4. The method according to claim 1, further comprising the step of
providing the user with a method to select a particular search
result and display it.
5. The method according to claim 1, further comprising the step of
combining the user-selected keywords and sifting operations with
the original search query to formulate a new, more targeted search
query.
6. The method according to claim 1, further comprising the steps
of: (a) inputting a search query from the user; (b) submitting said
search query to a search engine, whether internal or external to
the present invention; and (c) retrieving the search results
directly from said search engine.
7. The method according to claim 6, further comprising the steps
of: (a) reformulating said search query individually for one or
more search engines, (b) submitting said reformulated search query
to each of said one or more said search engines, (c) combining the
search results from the said one or more search engines into one
single list of search results.
8. The method according to claim 1, step (a), wherein the
extraction of keywords from a document in the list of said search
results comprises one or more of the following steps: (a) reading a
list of keywords previously associated with the document; (b) using
a separate open or proprietary algorithm (the inner workings of
which are not claimed here) to extract the most likely keywords
from the document; or (c) using any other suitable method or
mechanism (the inner workings of which are not claimed here) that
associates documents with appropriate keywords.

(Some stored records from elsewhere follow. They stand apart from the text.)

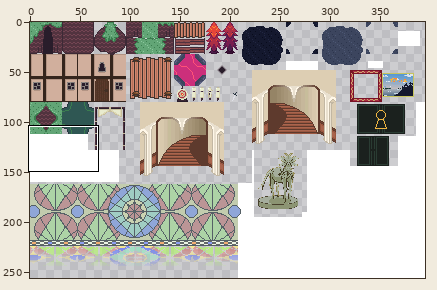
File history of a sprite sheet, Assets/Graphics/Tilesets/misc.png. The first picture is a wide view before the edit; the outline marks the close-up.
Close-up. First the earlier version:
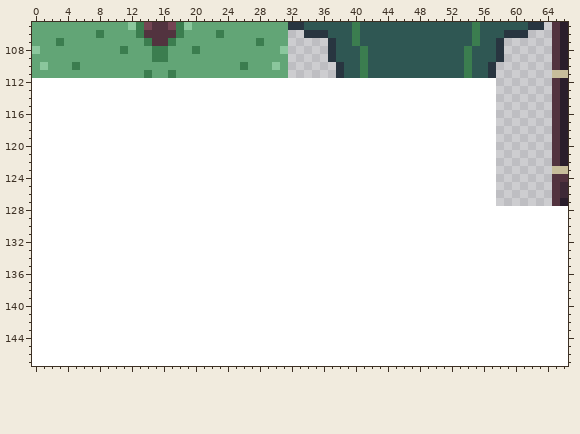
The file is 395x256 pixels. Pixels under 10% opacity are left out. Colours within 5 levels of each other are drawn and written as one. Shown: x 0..66, y 105..147.
After the commit:
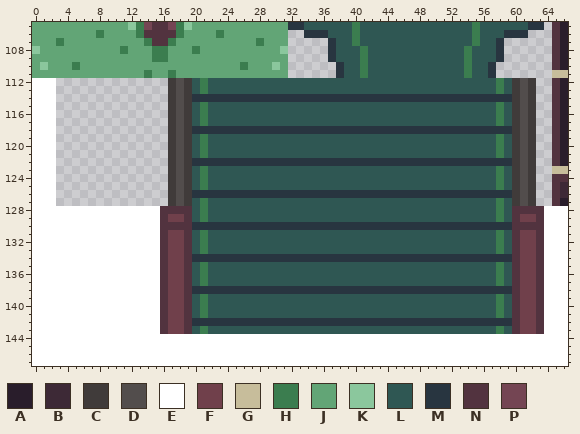
Palette (. is transparent): A #291d2b  B #3d2936  C #403b3a  D #524d4c  E #ffffff  F #70404b  G #c7bd9b  H #3b7d4f  J #62a576  K #8bc79d  L #2f5753  M #283540  N #52333f  P #744553
Difference:
@@ x 0..66 @@
 111 JJJJJJJJJJJJJJHJJHJJJJJJJJJJJJJJ......MLLHLLLLLLLLLLLLHLLM.......GG
-112 EEEEEEEEEEEEEEEEEEEEEEEEEEEEEEEEEEEEEEEEEEEEEEEEEEEEEEEEEE.......NA
-113 EEEEEEEEEEEEEEEEEEEEEEEEEEEEEEEEEEEEEEEEEEEEEEEEEEEEEEEEEE.......NA
-114 EEEEEEEEEEEEEEEEEEEEEEEEEEEEEEEEEEEEEEEEEEEEEEEEEEEEEEEEEE.......NA
-115 EEEEEEEEEEEEEEEEEEEEEEEEEEEEEEEEEEEEEEEEEEEEEEEEEEEEEEEEEE.......NA
-116 EEEEEEEEEEEEEEEEEEEEEEEEEEEEEEEEEEEEEEEEEEEEEEEEEEEEEEEEEE.......NA
-117 EEEEEEEEEEEEEEEEEEEEEEEEEEEEEEEEEEEEEEEEEEEEEEEEEEEEEEEEEE.......NA
-118 EEEEEEEEEEEEEEEEEEEEEEEEEEEEEEEEEEEEEEEEEEEEEEEEEEEEEEEEEE.......NA
-119 EEEEEEEEEEEEEEEEEEEEEEEEEEEEEEEEEEEEEEEEEEEEEEEEEEEEEEEEEE.......NA
-120 EEEEEEEEEEEEEEEEEEEEEEEEEEEEEEEEEEEEEEEEEEEEEEEEEEEEEEEEEE.......NA
-121 EEEEEEEEEEEEEEEEEEEEEEEEEEEEEEEEEEEEEEEEEEEEEEEEEEEEEEEEEE.......NA
-122 EEEEEEEEEEEEEEEEEEEEEEEEEEEEEEEEEEEEEEEEEEEEEEEEEEEEEEEEEE.......NA
-123 EEEEEEEEEEEEEEEEEEEEEEEEEEEEEEEEEEEEEEEEEEEEEEEEEEEEEEEEEE.......GG
-124 EEEEEEEEEEEEEEEEEEEEEEEEEEEEEEEEEEEEEEEEEEEEEEEEEEEEEEEEEE.......NN
-125 EEEEEEEEEEEEEEEEEEEEEEEEEEEEEEEEEEEEEEEEEEEEEEEEEEEEEEEEEE.......NB
-126 EEEEEEEEEEEEEEEEEEEEEEEEEEEEEEEEEEEEEEEEEEEEEEEEEEEEEEEEEE.......NB
-127 EEEEEEEEEEEEEEEEEEEEEEEEEEEEEEEEEEEEEEEEEEEEEEEEEEEEEEEEEE.......NA
-128 EEEEEEEEEEEEEEEEEEEEEEEEEEEEEEEEEEEEEEEEEEEEEEEEEEEEEEEEEEEEEEEEEEE
-129 EEEEEEEEEEEEEEEEEEEEEEEEEEEEEEEEEEEEEEEEEEEEEEEEEEEEEEEEEEEEEEEEEEE
-130 EEEEEEEEEEEEEEEEEEEEEEEEEEEEEEEEEEEEEEEEEEEEEEEEEEEEEEEEEEEEEEEEEEE
-131 EEEEEEEEEEEEEEEEEEEEEEEEEEEEEEEEEEEEEEEEEEEEEEEEEEEEEEEEEEEEEEEEEEE
-132 EEEEEEEEEEEEEEEEEEEEEEEEEEEEEEEEEEEEEEEEEEEEEEEEEEEEEEEEEEEEEEEEEEE
-133 EEEEEEEEEEEEEEEEEEEEEEEEEEEEEEEEEEEEEEEEEEEEEEEEEEEEEEEEEEEEEEEEEEE
-134 EEEEEEEEEEEEEEEEEEEEEEEEEEEEEEEEEEEEEEEEEEEEEEEEEEEEEEEEEEEEEEEEEEE
-135 EEEEEEEEEEEEEEEEEEEEEEEEEEEEEEEEEEEEEEEEEEEEEEEEEEEEEEEEEEEEEEEEEEE
-136 EEEEEEEEEEEEEEEEEEEEEEEEEEEEEEEEEEEEEEEEEEEEEEEEEEEEEEEEEEEEEEEEEEE
-137 EEEEEEEEEEEEEEEEEEEEEEEEEEEEEEEEEEEEEEEEEEEEEEEEEEEEEEEEEEEEEEEEEEE
-138 EEEEEEEEEEEEEEEEEEEEEEEEEEEEEEEEEEEEEEEEEEEEEEEEEEEEEEEEEEEEEEEEEEE
-139 EEEEEEEEEEEEEEEEEEEEEEEEEEEEEEEEEEEEEEEEEEEEEEEEEEEEEEEEEEEEEEEEEEE
-140 EEEEEEEEEEEEEEEEEEEEEEEEEEEEEEEEEEEEEEEEEEEEEEEEEEEEEEEEEEEEEEEEEEE
-141 EEEEEEEEEEEEEEEEEEEEEEEEEEEEEEEEEEEEEEEEEEEEEEEEEEEEEEEEEEEEEEEEEEE
-142 EEEEEEEEEEEEEEEEEEEEEEEEEEEEEEEEEEEEEEEEEEEEEEEEEEEEEEEEEEEEEEEEEEE
-143 EEEEEEEEEEEEEEEEEEEEEEEEEEEEEEEEEEEEEEEEEEEEEEEEEEEEEEEEEEEEEEEEEEE
+112 EEE..............CDCLHLLLLLLLLLLLLLLLLLLLLLLLLLLLLLLLLLLLLHLCDC..NA
+113 EEE..............CDCLHLLLLLLLLLLLLLLLLLLLLLLLLLLLLLLLLLLLLHLCDC..NA
+114 EEE..............CDCMMMMMMMMMMMMMMMMMMMMMMMMMMMMMMMMMMMMMMMMCDC..NA
+115 EEE..............CDCLHLLLLLLLLLLLLLLLLLLLLLLLLLLLLLLLLLLLLHLCDC..NA
+116 EEE..............CDCLHLLLLLLLLLLLLLLLLLLLLLLLLLLLLLLLLLLLLHLCDC..NA
+117 EEE..............CDCLHLLLLLLLLLLLLLLLLLLLLLLLLLLLLLLLLLLLLHLCDC..NA
+118 EEE..............CDCMMMMMMMMMMMMMMMMMMMMMMMMMMMMMMMMMMMMMMMMCDC..NA
+119 EEE..............CDCLHLLLLLLLLLLLLLLLLLLLLLLLLLLLLLLLLLLLLHLCDC..NA
+120 EEE..............CDCLHLLLLLLLLLLLLLLLLLLLLLLLLLLLLLLLLLLLLHLCDC..NA
+121 EEE..............CDCLHLLLLLLLLLLLLLLLLLLLLLLLLLLLLLLLLLLLLHLCDC..NA
+122 EEE..............CDCMMMMMMMMMMMMMMMMMMMMMMMMMMMMMMMMMMMMMMMMCDC..NA
+123 EEE..............CDCLHLLLLLLLLLLLLLLLLLLLLLLLLLLLLLLLLLLLLHLCDC..GG
+124 EEE..............CDCLHLLLLLLLLLLLLLLLLLLLLLLLLLLLLLLLLLLLLHLCDC..NN
+125 EEE..............CDCLHLLLLLLLLLLLLLLLLLLLLLLLLLLLLLLLLLLLLHLCDC..NB
+126 EEE..............CDCMMMMMMMMMMMMMMMMMMMMMMMMMMMMMMMMMMMMMMMMCDC..NB
+127 EEE..............CDCLHLLLLLLLLLLLLLLLLLLLLLLLLLLLLLLLLLLLLHLCDC..NA
+128 EEEEEEEEEEEEEEEENNNNLHLLLLLLLLLLLLLLLLLLLLLLLLLLLLLLLLLLLLHLNNNNEEE
+129 EEEEEEEEEEEEEEEENFFNLHLLLLLLLLLLLLLLLLLLLLLLLLLLLLLLLLLLLLHLNFFNEEE
+130 EEEEEEEEEEEEEEEENNNNMMMMMMMMMMMMMMMMMMMMMMMMMMMMMMMMMMMMMMMMNNNNEEE
+131 EEEEEEEEEEEEEEEENFFNLHLLLLLLLLLLLLLLLLLLLLLLLLLLLLLLLLLLLLHLNFFNEEE
+132 EEEEEEEEEEEEEEEENFFNLHLLLLLLLLLLLLLLLLLLLLLLLLLLLLLLLLLLLLHLNFFNEEE
+133 EEEEEEEEEEEEEEEENFFNLHLLLLLLLLLLLLLLLLLLLLLLLLLLLLLLLLLLLLHLNFFNEEE
+134 EEEEEEEEEEEEEEEENFFNMMMMMMMMMMMMMMMMMMMMMMMMMMMMMMMMMMMMMMMMNFFNEEE
+135 EEEEEEEEEEEEEEEENFFNLHLLLLLLLLLLLLLLLLLLLLLLLLLLLLLLLLLLLLHLNFFNEEE
+136 EEEEEEEEEEEEEEEENFFNLHLLLLLLLLLLLLLLLLLLLLLLLLLLLLLLLLLLLLHLNFFNEEE
+137 EEEEEEEEEEEEEEEENFFNLHLLLLLLLLLLLLLLLLLLLLLLLLLLLLLLLLLLLLHLNFFNEEE
+138 EEEEEEEEEEEEEEEENFFNMMMMMMMMMMMMMMMMMMMMMMMMMMMMMMMMMMMMMMMMNFFNEEE
+139 EEEEEEEEEEEEEEEENFFNLHLLLLLLLLLLLLLLLLLLLLLLLLLLLLLLLLLLLLHLNFFNEEE
+140 EEEEEEEEEEEEEEEENFFNLHLLLLLLLLLLLLLLLLLLLLLLLLLLLLLLLLLLLLHLNFFNEEE
+141 EEEEEEEEEEEEEEEENFFNLHLLLLLLLLLLLLLLLLLLLLLLLLLLLLLLLLLLLLHLNFFNEEE
+142 EEEEEEEEEEEEEEEENFFNMMMMMMMMMMMMMMMMMMMMMMMMMMMMMMMMMMMMMMMMNFFNEEE
+143 EEEEEEEEEEEEEEEENFFNLHLLLLLLLLLLLLLLLLLLLLLLLLLLLLLLLLLLLLHLNFFNEEE
 144 EEEEEEEEEEEEEEEEEEEEEEEEEEEEEEEEEEEEEEEEEEEEEEEEEEEEEEEEEEEEEEEEEEE

9. The method according to claim 1, step (b), wherein the
compilation process comprises one or more of the following steps:
(a) combining keywords that are different forms of the same word by
means of grammatical analysis algorithms (the inner workings of
which are not claimed here); (b) combining keywords that are
synonyms using a database or thesaurus, in cases where such
combination is mostly unambiguous (the specific mechanism for doing
which is not claimed here); (c) grouping or clustering keywords
that are similar or have similar meanings according to some
algorithm or method (the inner workings of which are not claimed
here); (d) excluding keywords that are deemed to be of little use
according to some algorithm or method (the inner workings of which
are not claimed here); or (e) any other algorithm which may
optimize the final list of keywords (the inner workings of which
are not claimed here).
10. The method according to claim 1, step (b), wherein during the
compilation process any of the following pieces of information are
gathered: (a) statistics on each keyword, including but not limited
to the number of search results with which said keyword is
associated; (b) statistics on sets of keywords, such as the number
of documents in which two or more keywords appear together; or (c)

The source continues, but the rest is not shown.